Why is it that music and radio streaming services have been so slow to adopt voice functionality? Music apps offered by Amazon, Apple and Google have proprietary voice-activated digital assistants, which the likes of Spotify and others have integrated support for on smart speakers and other devices, but this week Pandora has – bizarrely – become the industry’s first pure play audio streaming outfit to offer in-app voice control.
There are early signs of a resurgence following the $3.5 billion purchase of Pandora by SiriusXM in October. We were the only outlet at the time to suggest the takeover by the Liberty Media-owned firm, if handled correctly, could create a third surprise contender in the music streaming space. This week’s move is exactly the sort of direction we had hoped Pandora would head under new ownership.
About 3 months after Pandora first added support for Alexa, the troubled US internet radio darling has decided the opportunities are too great and therefore tightly integrating voice into the app itself without Alexa is the way to go, becoming the second company to do so only after Amazon with its Music app. However, Pandora used its announcement to take a dig at Alexa, claiming its new feature, called Voice Mode, comes with more functionality including open-ended queries, interactive requests and directional requests.

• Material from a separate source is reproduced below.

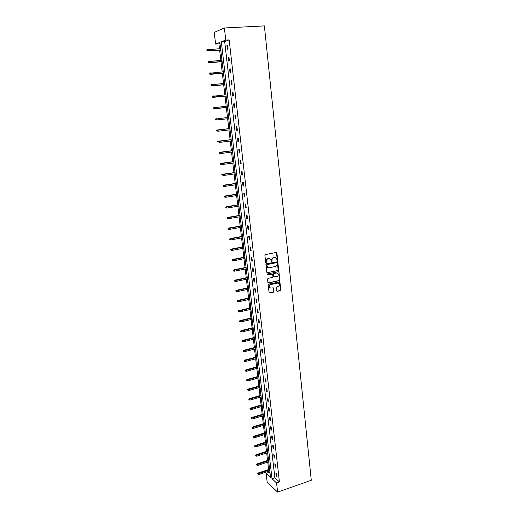 <?xml version="1.0" encoding="UTF-8"?>
<svg xmlns="http://www.w3.org/2000/svg" width="518" height="518" viewBox="0 0 518 518"><rect width="100%" height="100%" fill="white"/><g stroke="black" fill="none" stroke-linecap="round" stroke-linejoin="round"><path stroke-width="0.78" d="M277.305 260.483L277.674 259.945L276.929 252.985L276.262 252.441L265.436 254.584L264.905 255.361L265.676 262.373L266.148 262.749L266.427 261.299C266.401 259.997 266.964 259.162 268.123 258.799L270.629 259.117L271.4 261.506L272.118 261.066L272.021 260.166C271.995 258.87 272.559 258.042 273.711 257.679L276.178 257.983L277.305 260.483M276.981 260.399L277.363 259.855L276.347 252.434M265.825 262.658L266.427 261.299M271.419 261.525L272.021 260.166M276.703 290.812L277.363 291.323L280.342 290.663L280.86 289.892L279.895 281.934L268.687 284.104L268.162 284.881L269.153 292.877L273.303 292.23L273.828 291.453L273.316 287.84L271.005 288.073L269.632 287.639C268.887 286.292 269.218 285.282 270.629 284.609L277.674 283.081L279.008 283.495C279.772 284.835 279.448 285.852 278.043 286.532L276.871 286.784L276.353 287.561L276.703 290.812M276.56 482.938L277.609 492.1L311.286 480.27L264.381 25.9L224.378 27.978L225.764 40.067L221.322 41.816L272.021 478.755L276.56 482.938L279.429 481.947L229.163 39.867L225.764 40.067M278.198 270.577L278.723 269.8L277.732 261.732L266.453 263.779L265.922 264.562L266.938 272.669L278.198 270.577L277.337 261.571M278.982 272.235L279.798 279.875L279.273 280.652L268.564 282.964L267.89 282.446L267.528 279.157L268.059 278.373L272.429 277.447L272.954 276.67L272.552 274.119L267.495 274.922L267.133 274.812L267.392 274.009L278.321 271.71L278.982 272.235L279.798 279.875M219.995 43.447L218.907 43.868L219.47 48.705M219.645 50.201L220.83 60.36M221.005 61.817L222.183 71.931M222.351 73.362L223.523 83.43M223.685 84.829L224.857 94.846M225.019 96.218L226.185 106.196M226.34 107.53L227.499 117.463M227.655 118.771L228.807 128.658M228.956 129.953L230.102 139.756M230.257 141.064L231.391 150.79M231.546 152.111L232.673 161.745M232.828 163.079L233.942 172.636M234.097 173.983L235.204 183.456M235.366 184.816L236.461 194.205M236.622 195.577L237.71 204.888M237.872 206.268L238.947 215.501M239.109 216.893L240.177 226.042M240.346 227.447L241.401 236.525M241.569 237.937L242.618 246.937M242.787 248.362L243.829 257.284M243.997 258.722L245.027 267.566M245.195 269.01L246.225 277.784M246.393 279.241L247.41 287.937M247.578 289.407L248.588 298.031M248.757 299.508L249.76 308.061M249.929 309.544L250.919 318.026M251.094 319.522L252.078 327.933M252.253 329.442L253.231 337.775M253.406 339.296L254.37 347.559M254.552 349.087L255.504 357.284M255.685 358.825L256.637 366.951M256.818 368.499L257.757 376.56M257.938 378.114L258.87 386.111M259.052 387.671L259.978 395.603M260.166 397.17L261.085 405.037M261.266 406.617L262.179 414.413M262.361 416.006L263.267 423.737M263.455 425.336L264.348 433.003M264.536 434.608L265.423 442.217M265.611 443.829L266.492 451.372M266.686 452.991L267.56 460.476M267.748 462.108L268.615 469.522M268.803 471.16L268.952 472.397L270.066 473.413M277.609 492.1L267.191 482.264L266.142 473.342L270.525 477.382L219.872 42.392L215.605 44.069L214.232 32.401L224.378 27.978M268.952 472.397L266.142 473.342M218.907 43.868L215.605 44.069M229.163 39.867L224.682 41.615L274.864 477.784L279.429 481.947M274.864 477.784L272.021 478.755M224.682 41.615L221.322 41.816M276.211 475.893L275.874 472.966L276.593 473.607L276.929 476.541L276.211 475.893L276.832 475.679M275.162 466.731L274.825 463.785L275.544 464.413L275.88 467.365L275.162 466.731L275.783 466.524M274.106 457.517L273.763 454.551L274.482 455.16L274.825 458.132L274.106 457.517L274.728 457.31M273.044 448.245L272.701 445.266L273.42 445.856L273.763 448.847L273.044 448.245L273.672 448.044M271.976 438.921L271.633 435.923L272.351 436.493L272.695 439.504L271.976 438.921L272.604 438.72M270.901 429.539L270.551 426.521L271.27 427.078L271.62 430.102L270.901 429.539L271.529 429.344M269.82 420.098L269.47 417.061L270.189 417.599L270.538 420.642L269.82 420.098L270.454 419.904M268.732 410.599L268.382 407.543L269.101 408.067L269.451 411.13L268.732 410.599L269.366 410.411M267.638 401.049L267.282 397.973L268 398.471L268.356 401.554L267.638 401.049L268.279 400.861M266.537 391.433L266.181 388.338L266.899 388.824L267.256 391.925L266.537 391.433L267.178 391.252M265.43 381.76L265.067 378.645L265.792 379.111L266.148 382.232L265.43 381.76L266.071 381.578M264.309 372.028L263.953 368.894L264.672 369.34L265.028 372.481L264.309 372.028L264.957 371.853M263.189 362.231L262.827 359.084L263.545 359.511L263.908 362.665L263.189 362.231L263.837 362.063M262.063 352.382L261.7 349.21L262.419 349.618L262.781 352.79L262.063 352.382L262.717 352.214M260.923 342.463L260.56 339.277L261.279 339.659L261.642 342.858L260.923 342.463L261.584 342.301M259.783 332.491L259.414 329.28L260.133 329.642L260.502 332.86L259.783 332.491L260.437 332.329M258.631 322.449L258.262 319.217L258.981 319.561L259.35 322.798L258.631 322.449L259.291 322.293M257.478 312.348L257.103 309.097L257.822 309.421L258.191 312.678L257.478 312.348L258.139 312.192M256.313 302.182L255.937 298.905L256.656 299.21L257.032 302.493L256.313 302.182L256.973 302.033M255.141 291.951L254.765 288.656L255.478 288.94L255.86 292.236L255.141 291.951L255.808 291.802M253.962 281.656L253.58 278.341L254.299 278.6L254.675 281.921L253.962 281.656L254.629 281.514M252.771 271.296L252.389 267.961L253.108 268.201L253.49 271.542L252.771 271.296L253.444 271.154M251.58 260.865L251.198 257.511L251.91 257.724L252.298 261.091L251.58 260.865L252.253 260.729M250.375 250.375L249.993 246.995L250.706 247.19L251.094 250.576L250.375 250.375L251.055 250.239M249.164 239.815L248.776 236.415L249.495 236.584L249.883 239.989L249.164 239.815L249.851 239.685M247.947 229.183L247.559 225.764L248.271 225.913L248.666 229.338L247.947 229.183L248.634 229.06M246.723 218.486L246.328 215.041L247.047 215.164L247.442 218.615L246.723 218.486L247.41 218.369M245.493 207.718L245.092 204.254L245.81 204.351L246.205 207.828L245.493 207.718L246.179 207.601M244.25 196.879L243.849 193.389L244.567 193.467L244.962 196.963L244.25 196.879L244.943 196.769M243 185.968L242.599 182.459L243.311 182.511L243.713 186.033L243 185.968L243.693 185.865M241.744 174.993L241.336 171.458L242.048 171.484L242.456 175.026L241.744 174.993L242.437 174.89M240.475 163.941L240.067 160.379L240.779 160.386L241.187 163.953L240.475 163.941L241.174 163.843M239.199 152.816L238.792 149.236L239.504 149.21L239.912 152.804L239.199 152.816L239.905 152.726M237.917 141.615L237.509 138.015L238.215 137.963L238.63 141.576L237.917 141.615L238.623 141.531M236.629 130.342L236.214 126.716L236.927 126.645L237.341 130.277L236.629 130.342L237.335 130.264M235.327 118.998L234.913 115.346L235.619 115.242L236.04 118.907L235.327 118.998M234.019 107.576L233.599 103.898L234.311 103.768L234.732 107.453L234.019 107.576M232.705 96.07L232.278 92.372L232.99 92.217L233.411 95.927L232.705 96.07M231.378 84.492L230.95 80.769L231.656 80.588L232.083 84.324L231.378 84.492M230.044 72.837L229.61 69.088L230.322 68.881L230.75 72.643L230.044 72.837M228.697 61.105L228.263 57.33L228.969 57.09L229.403 60.878L228.697 61.105M227.344 49.288L226.91 45.487L227.616 45.221L228.049 49.035L227.344 49.288M226.91 45.487L227.642 45.442M228.263 57.33L228.995 57.278M229.61 69.088L230.335 69.03M230.95 80.769L231.669 80.704M232.278 92.372L232.996 92.301M233.599 103.898L234.317 103.827M234.913 115.346L235.625 115.268M275.259 257.491L274.605 257.498M271.717 260.075C271.697 258.78 272.261 257.951 273.407 257.595L274.3 257.414M269.703 258.611L269.03 258.618M266.123 261.208C266.103 259.906 266.666 259.078 267.825 258.715L268.725 258.534M267.023 272.74L277.894 270.48M277.149 263.002L276.683 262.632L267.217 264.562L266.841 265.112L267.482 267.256L269.101 267.767L275.563 266.433C276.709 266.064 277.266 265.242 277.247 263.953L277.149 263.002M268.078 267.67L267.184 267.159L266.647 265.967L266.919 264.471L276.372 262.542M268.123 282.867L278.969 280.542L279.487 279.772M272.17 273.951L267.495 274.922M276.936 276.482C278.354 275.803 278.671 274.78 277.894 273.426L276.56 273.012L274.08 273.536L273.549 274.313L273.951 276.858L276.936 276.482M277.143 273.012L276.56 273.012M274.022 276.923L273.485 276.392L273.251 274.21L273.776 273.439L276.256 272.915M278.678 272.138L278.431 271.704M278.296 283.081L277.674 283.081M270.04 287.956L269.334 287.529C268.589 286.182 268.92 285.172 270.325 284.499L277.37 282.97M269.218 292.935L273.005 292.113L273.523 291.336L272.954 287.665M276.916 291.226L280.037 290.546L280.555 289.776L279.519 281.766M206.714 49.955L207.064 50.609L206.714 49.955L207.919 49.45L208.081 50.809L207.608 50.991L220.772 50.129M207.064 50.609L220.752 49.981M206.973 49.851L220.597 48.634M207.608 50.991L206.805 50.706M208.126 61.674L208.476 62.335L208.126 61.674L209.33 61.182L209.492 62.536L209.019 62.691L222.125 61.739M208.476 62.335L222.112 61.616M208.385 61.584L221.95 60.276M209.019 62.691L208.217 62.419M209.525 73.316L209.881 73.977L209.525 73.316L210.729 72.837L210.891 74.178L210.418 74.314L223.465 73.271M209.881 73.977L223.452 73.174M209.79 73.232L223.297 71.84M210.418 74.314L209.615 74.055M210.923 84.881L211.273 85.548L210.923 84.881L212.121 84.415L212.276 85.742L211.804 85.865L224.799 84.732M211.273 85.548L224.793 84.654M211.182 84.81L224.637 83.333M211.804 85.865L211.007 85.619M212.302 96.367L212.658 97.041L212.302 96.367L213.5 95.908L213.656 97.235L213.183 97.332L226.126 96.115M212.658 97.041L226.12 96.057M212.568 96.309L225.965 94.742M213.183 97.332L212.393 97.099M213.681 107.776L214.031 108.456L213.681 107.776L214.873 107.33L215.028 108.644L214.556 108.728L227.441 107.42M214.031 108.456L227.441 107.388M213.94 107.731L227.285 106.086M214.556 108.728L213.766 108.502M215.915 120.046L228.749 118.654L215.915 120.046L215.132 119.833L215.307 119.075L215.132 119.833M215.048 119.114L228.6 117.346M215.307 119.075L216.233 118.68L216.388 119.982L215.397 119.8M216.401 130.374L216.751 131.067L216.401 130.374L217.586 129.947L217.741 131.248L230.05 129.824M216.666 130.348L229.901 128.535L217.113 129.999M217.748 141.556L218.097 142.256L217.748 141.556L218.933 141.149L219.088 142.437L231.345 140.935M218.013 141.543L231.196 139.653M218.454 141.174L231.196 139.627M219.088 152.674L219.438 153.38L219.088 152.674L220.267 152.273L220.422 153.548L232.634 151.968M219.354 152.668L232.485 150.699M219.794 152.279L232.478 150.647M220.415 163.714L220.765 164.426L220.415 163.714L221.594 163.325L221.749 164.594L233.909 162.937M220.681 163.72L233.76 161.674M221.121 163.312L233.754 161.603M221.743 174.683L222.093 175.395L221.743 174.683L222.915 174.301L223.064 175.563L235.178 173.828M222.002 174.696L235.03 172.572M222.436 174.275L235.023 172.481M223.051 185.58L223.4 186.299L223.051 185.58L224.223 185.211L224.378 186.467L236.435 184.654M223.316 185.606L236.292 183.404M223.75 185.166L236.279 183.294M224.359 196.406L224.708 197.131L224.359 196.406L225.524 196.05L225.68 197.293L237.691 195.409M224.624 196.445L237.548 194.172M225.045 195.992L237.529 194.036M225.654 207.168L226.003 207.899L225.654 207.168L226.819 206.818L226.968 208.055L238.934 206.093M225.919 207.206L238.792 204.863M226.34 206.74L238.772 204.714M226.968 208.055L226.003 207.899M226.942 217.858L227.292 218.59L226.942 217.858L228.108 217.515L228.25 218.745L240.171 216.712M227.208 217.91L240.028 215.488M227.629 217.424L240.009 215.32M228.25 218.745L227.292 218.59M228.224 228.477L228.567 229.215L228.224 228.477L229.383 228.147L229.532 229.37L241.401 227.26M228.49 228.535L241.258 226.049M228.904 228.037L241.233 225.861M229.532 229.37L228.567 229.215M229.493 239.031L229.843 239.776L229.493 239.031L230.652 238.707L230.795 239.925L242.618 237.743M229.759 239.102L242.482 236.538M230.173 238.584L242.456 236.331M230.795 239.925L229.843 239.776M230.756 249.514L231.106 250.265L230.756 249.514L231.915 249.203L232.058 250.408L243.836 248.161M231.022 249.592L243.693 246.963M231.429 249.061L243.667 246.736M232.058 250.408L231.106 250.265M232.012 259.932L232.355 260.69L232.012 259.932L233.165 259.628L233.307 260.832L245.04 258.514M232.278 260.023L244.897 257.323M232.686 259.473L244.872 257.077M233.307 260.832L232.355 260.69M233.262 270.286L233.605 271.043L233.262 270.286L234.408 269.995L234.55 271.186L246.238 268.803M233.527 270.383L246.102 267.618M233.929 269.82L246.069 267.353M234.55 271.186L233.605 271.043M234.499 280.575L234.842 281.339L234.499 280.575L235.645 280.29L235.787 281.475L247.429 279.021M234.764 280.678L247.293 277.849M235.166 280.102L247.254 277.564M235.787 281.475L234.842 281.339M235.729 290.799L236.078 291.569L235.729 290.799L236.875 290.527L237.017 291.699L248.608 289.18M236.001 290.915L248.472 288.014M236.389 290.32L248.439 287.717M237.017 291.699L236.078 291.569M236.953 300.958L237.302 301.729L236.953 300.958L237.613 300.472L238.099 300.693L238.235 301.864L249.786 299.281M237.225 301.081L249.65 298.115M237.613 300.472L249.611 297.798M238.235 301.864L237.302 301.729M238.17 311.059L238.52 311.83L238.17 311.059L238.824 310.567L239.31 310.8L239.452 311.959L250.952 309.311M238.435 311.188L250.822 308.158M238.824 310.567L250.783 307.821M239.452 311.959L238.52 311.83M239.381 321.089L239.724 321.872L239.381 321.089L240.035 320.59L240.514 320.843L240.656 321.995L252.117 319.282M239.646 321.231L251.981 318.136M240.035 320.59L251.942 317.787M240.656 321.995L239.724 321.872M240.579 331.06L240.928 331.844L240.579 331.06L241.233 330.555L241.718 330.821L241.854 331.967L253.27 329.195M240.851 331.209L253.134 328.049M241.233 330.555L253.095 327.687M241.854 331.967L240.928 331.844M241.776 340.974L242.12 341.757L241.776 340.974L242.424 340.462L242.91 340.74L243.046 341.88L254.416 339.044M242.042 341.122L254.286 337.911M242.424 340.462L254.241 337.522M243.046 341.88L242.12 341.757M242.961 350.822L243.305 351.612L242.961 350.822L243.609 350.304L244.088 350.595L244.224 351.728L255.555 348.828M243.227 350.984L255.426 347.701M243.609 350.304L255.38 347.306M244.224 351.728L243.305 351.612M244.14 360.606L244.483 361.402L244.14 360.606L244.781 360.088L245.267 360.392L245.402 361.519L256.688 358.56M244.412 360.781L256.559 357.439M244.781 360.088L256.514 357.025M245.402 361.519L244.483 361.402M245.312 370.338L245.655 371.134L245.312 370.338L245.953 369.807L246.439 370.13L246.574 371.251L257.815 368.227M245.584 370.512L257.686 367.113M245.953 369.807L257.634 366.686M246.574 371.251L245.655 371.134M246.477 380.005L246.821 380.808L246.477 380.005L247.112 379.474L247.598 379.804L247.733 380.918L258.935 377.842M246.749 380.193L258.806 376.735M247.112 379.474L258.754 376.288M247.733 380.918L246.821 380.808M247.636 389.614L247.98 390.423L247.636 389.614L248.271 389.076L248.757 389.426L248.886 390.527L260.049 387.393M247.902 389.808L259.919 386.292M248.271 389.076L259.868 385.832M248.886 390.527L247.98 390.423M248.789 399.164L249.132 399.98L248.789 399.164L249.417 398.62L250.032 400.084L261.156 396.892M249.054 399.365L261.027 395.797M249.417 398.62L260.968 395.318M250.032 400.084L249.132 399.98M249.929 408.663L250.272 409.473L249.929 408.663L250.557 408.113L251.178 409.576L262.25 406.326M250.2 408.87L262.127 405.238M250.557 408.113L262.069 404.746M251.178 409.576L250.272 409.473M251.068 418.097L251.411 418.913L251.068 418.097L251.69 417.54L252.311 419.017L263.345 415.708M251.334 418.311L263.222 414.627M251.69 417.54L263.157 414.122M252.311 419.017L251.411 418.913M252.195 427.48L252.538 428.302L252.195 427.48L252.816 426.916L253.438 428.399L264.433 425.032M252.467 427.7L264.303 423.964M252.816 426.916L264.245 423.439M253.438 428.399L252.538 428.302M253.321 436.803L253.665 437.626L253.321 436.803L253.943 436.24L254.558 437.723L265.507 434.304M253.593 437.03L265.384 433.236M253.943 436.24L265.326 432.698M254.558 437.723L253.665 437.626M254.435 446.069L254.778 446.898L254.435 446.069L255.057 445.499L255.672 446.989L266.582 443.518M254.707 446.302L266.459 442.456M255.057 445.499L266.394 441.906M255.672 446.989L254.778 446.898M255.549 455.283L255.886 456.112L255.549 455.283L256.164 454.707L256.779 456.203L267.651 452.68M255.814 455.523L267.528 451.625M256.164 454.707L267.463 451.061M256.779 456.203L255.886 456.112M256.65 464.439L256.993 465.274L256.65 464.439L257.265 463.863L257.873 465.365L268.712 461.784M256.922 464.691L268.589 460.742M257.265 463.863L268.518 460.159M257.873 465.365L256.993 465.274M257.744 473.543L258.087 474.384L257.744 473.543L258.359 472.96L258.968 474.469L269.768 470.843M258.016 473.802L269.645 469.8M258.359 472.96L269.574 469.204M258.968 474.469L258.087 474.384"/></g></svg>

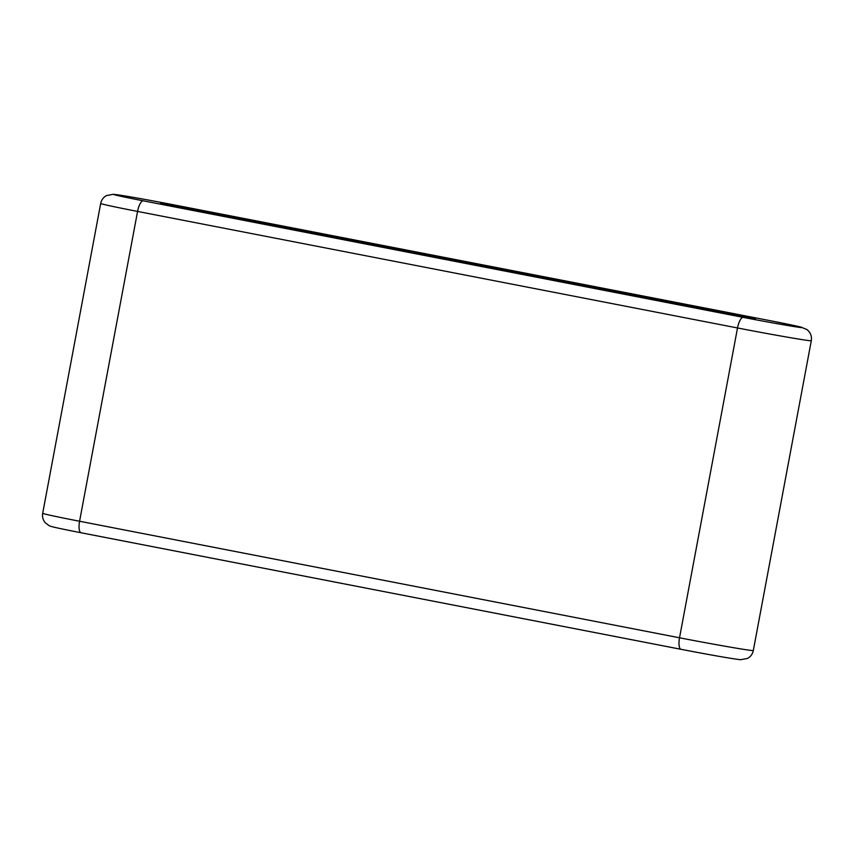 <?xml version="1.0" encoding="UTF-8"?>
<svg xmlns="http://www.w3.org/2000/svg" width="854" height="854" viewBox="0 0 854 854"><rect width="100%" height="100%" fill="white"/><g stroke="black" fill="none" stroke-linecap="round" stroke-linejoin="round"><path stroke-width="1.28" d="M172.85 204.672A11.262 3.715 -79 0 1 172.924 204.682C149.653 200.22 124.15 195.491 113.39 194.285L106.451 195.587C103.334 197.349 101.412 199.964 100.687 203.465L42.7 513.286A56.3 1.1 10.6 0 0 79.582 521.25L137.569 211.429L737.514 327.968A56.3 1.1 10.6 0 0 811.3 340.714L753.313 650.534A56.3 1.1 10.6 0 1 679.528 637.789L737.514 327.968A11.262 3.715 -79 0 1 743.268 317.378A45.038 0.886 10.6 0 0 799.771 327.402A45.038 0.886 10.6 0 0 772.795 321.211L172.85 204.672A45.038 0.886 10.6 0 0 116.357 194.648A45.038 0.886 10.6 0 0 143.323 200.839L743.268 317.378M100.687 203.465A56.3 1.1 10.6 0 0 137.569 211.429A11.262 3.715 -79 0 1 143.323 200.839M681.001 649.296L81.205 532.789A11.262 3.715 101 0 1 81.13 532.779A11.262 3.715 101 0 1 79.582 521.25L679.528 637.789A11.262 3.715 101 0 0 681.076 649.318A11.262 3.715 101 0 0 681.15 649.328M192.481 208.899L160.701 203.263L175.871 206.743L755.427 318.788L192.481 208.899A11.262 3.715 101 0 0 190.816 209.646M738.678 315.969A11.262 3.715 -79 0 1 740.258 315.307M811.3 340.714C811.973 336.102 810.467 332.355 806.784 329.463L800.625 326.997L772.87 321.221L172.924 204.682A11.262 3.715 -79 0 1 172.999 204.704M42.7 513.286C42.113 516.809 42.967 519.958 45.241 522.723L49.052 525.616C50.471 526.352 51.859 527.035 81.13 532.779L681.076 649.318C704.347 653.78 729.85 658.509 740.61 659.715L747.549 658.413C750.666 656.651 752.587 654.036 753.313 650.534M161.096 203.7L754.957 318.723"/></g></svg>

Voice Mode is built on a voice and conversational AI platform from song recognition firm SoundHound called Houndify, which before today had all but vanished with Shazam taking the market (now under Apple ownership), along with what Pandora calls proprietary Speech-to-Meaning and Deep Meaning Understanding voice recognition and understanding technologies.
What we can gather from SoundHound’s technology suggests the Houndify AI is rather simpler than the company would want to let off. It has taken traditional terms used for conversational technology techniques and churned out buzzwords like “Speech-to-Meaning” and “Deep Meaning Understanding”.
Unfortunately, the Houndify website is more than reluctant to explain how the engine works. By meaning, does it mean picking up and processing notoriously tricky conversational nuances like sarcasm and irony, or does it mean no accent is too strong, or perhaps it has mastered the art of every single English language dialect?
Faultline Online Reporter has reached out to Pandora for clarity but in the meantime, our gut instinct is that Speech-to-Meaning is essentially a pretty bog standard prediction engine, processing speech in a generic manner and replying in such a manner that it feels more human-like. Nevertheless, becoming only the second company to add in-app voice control is a major achievement and one more streaming services are bound to have in the pipeline.
Pandora has certainly made a small step in the right direction to overcoming the countless minuscule obstacles in the art of conversation, yet both Pandora and SoundHound have slacked somewhat on the technological background we really crave, most likely well aware of how competitive the voice market is and therefore are keeping their cards close to their chests. Pandora users can find out exactly how sophisticated the system is for themselves this week though, with Voice Mode already going live on iOS and Android.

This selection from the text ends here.